De novo genome assembly
Last updated: 10-12-2017.
Command table
Command | Description |
---|---|
cat /P/y16/term3/block3/adapters/*.fa >> adapters.fasta | File containing adapters was created |
java -jar /usr/share/java/trimmomatic.jar SE -phred33 SRR4240378.fastq 1.fastq ILLUMINACLIP:adapters.fasta:2:7:7 java -jar /usr/share/java/trimmomatic.jar SE -phred33 1.fastq 2.fastq TRAILING:20 MINLEN:30 | Deletion of adapters and reads trimming |
velveth Assem 29 -short -fastq 2.fastq velveth Assem2 25 -short -fastq 2.fastq velveth Assem3 29 -short -fastq 2_7.fastq | k-mers preparation for full set of reads and half set |
velvetg Assem -cov_cutoff auto velvetg Assem2 -cov_cutoff auto velvetg Assem3 -cov_cutoff auto | Assembly of full set of reads (k=29/k=25) and half set (k=29); cov_cutoff: removal of low coverage nodes |
spades.py -s 2.fastq -o task6 --only-assembler -k 29 | Assembly using SPAdes |
python /usr/lib/quast/quast.py task6/contigs.fasta | Program used for the analysis of results obtained from SPAdes |
Table 1. Used commands and their description.
Reads preparation
Step one (adapters removal): size before/after is 466360014/457540328 bytes; 81852 (1,85%) of reads were dropped, 4338735 (98,15%) survived.

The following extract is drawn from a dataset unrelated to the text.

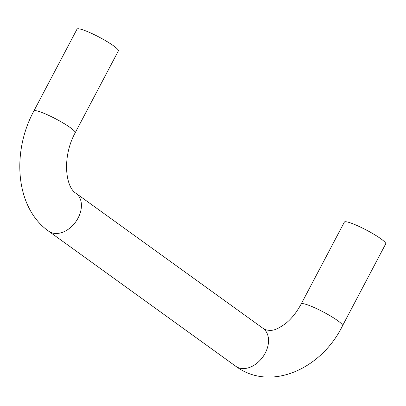 <?xml version="1.0" encoding="UTF-8"?>
<svg xmlns="http://www.w3.org/2000/svg" width="406" height="406" viewBox="0 0 406 406"><rect width="100%" height="100%" fill="white"/><g stroke="black" fill="none" stroke-linecap="round" stroke-linejoin="round"><path stroke-width="0.61" d="M351.672 223.33A23.36 3.218 27.8 0 1 374.439 234.587A23.36 3.218 27.8 0 1 385.7 243.874L342.537 325.744A23.36 3.218 27.8 0 0 331.276 316.452A23.36 3.218 27.8 0 0 308.504 305.2A23.36 3.218 27.8 0 0 301.211 303.952L344.374 222.087A23.36 3.218 27.8 0 1 351.672 223.33M33.881 110.975A23.36 3.218 -152.2 0 1 56.043 119.024A23.36 3.218 -152.2 0 1 75.206 132.767L118.369 50.897A23.36 3.218 -152.2 0 0 99.206 37.159A23.36 3.218 -152.2 0 0 77.044 29.11L33.881 110.975C11.581 152.103 15.276 207.532 48.598 231.156L235.729 366.242C270.741 392.252 321.603 368.79 342.537 325.744M75.206 132.767C62.093 156.564 65.219 186.861 75.942 193.276A23.36 16.55 125.8 0 1 75.689 221.904A23.36 16.55 125.8 0 1 48.598 231.156M75.942 193.276L263.073 328.363A23.36 16.55 125.8 0 1 262.819 356.986A23.36 16.55 125.8 0 1 235.729 366.242M263.073 328.363L265.691 329.763C273.025 331.489 276.623 329.525 284.733 324.206C290.955 319.492 296.446 312.742 301.211 303.952"/></g></svg>

Step two (reads trimming): size before/after is 457540328/438533540 bytes; 175703 (4,05%) of reads were dropped, 4163032 (95,95%) survived.
Assembly. Comparison of k=29 and k=25
Performed commands are presented in Table 1. According to Table 2, k=25 is a way more suitable for analysis due to max length of contigs and N50
Parameter | k-mer length=29 | k-mer length=25 |
N50 | 17169 | 27802 |
Total length | 695 924 | 664 866 |
Amount of contigs | 3 319 | 608 |
The longest contigs | a)ID:8, lgth 68672, cov 27.7
b)ID:6, lgth 32730, cov 29.5 c)ID:19, lgth 29952, cov 30.7 | a)ID:6, lgth 70493, cov 44.7 b)ID:12, lgth 63787, cov 44.1 c)ID:9, lgth 56749, cov 45.2 |
Table 2. Assemblies comparison.
Analysis
Used commands are presented in Table 1.
ID:8, lgth 68672, cov 27.7
Contig's coordinates in genome are 460834-528275, amount of mismatches is 15253, gaps: 698. Dot matrix is presented in Fig.1. It's possible to observe small deletion in contig (marked red).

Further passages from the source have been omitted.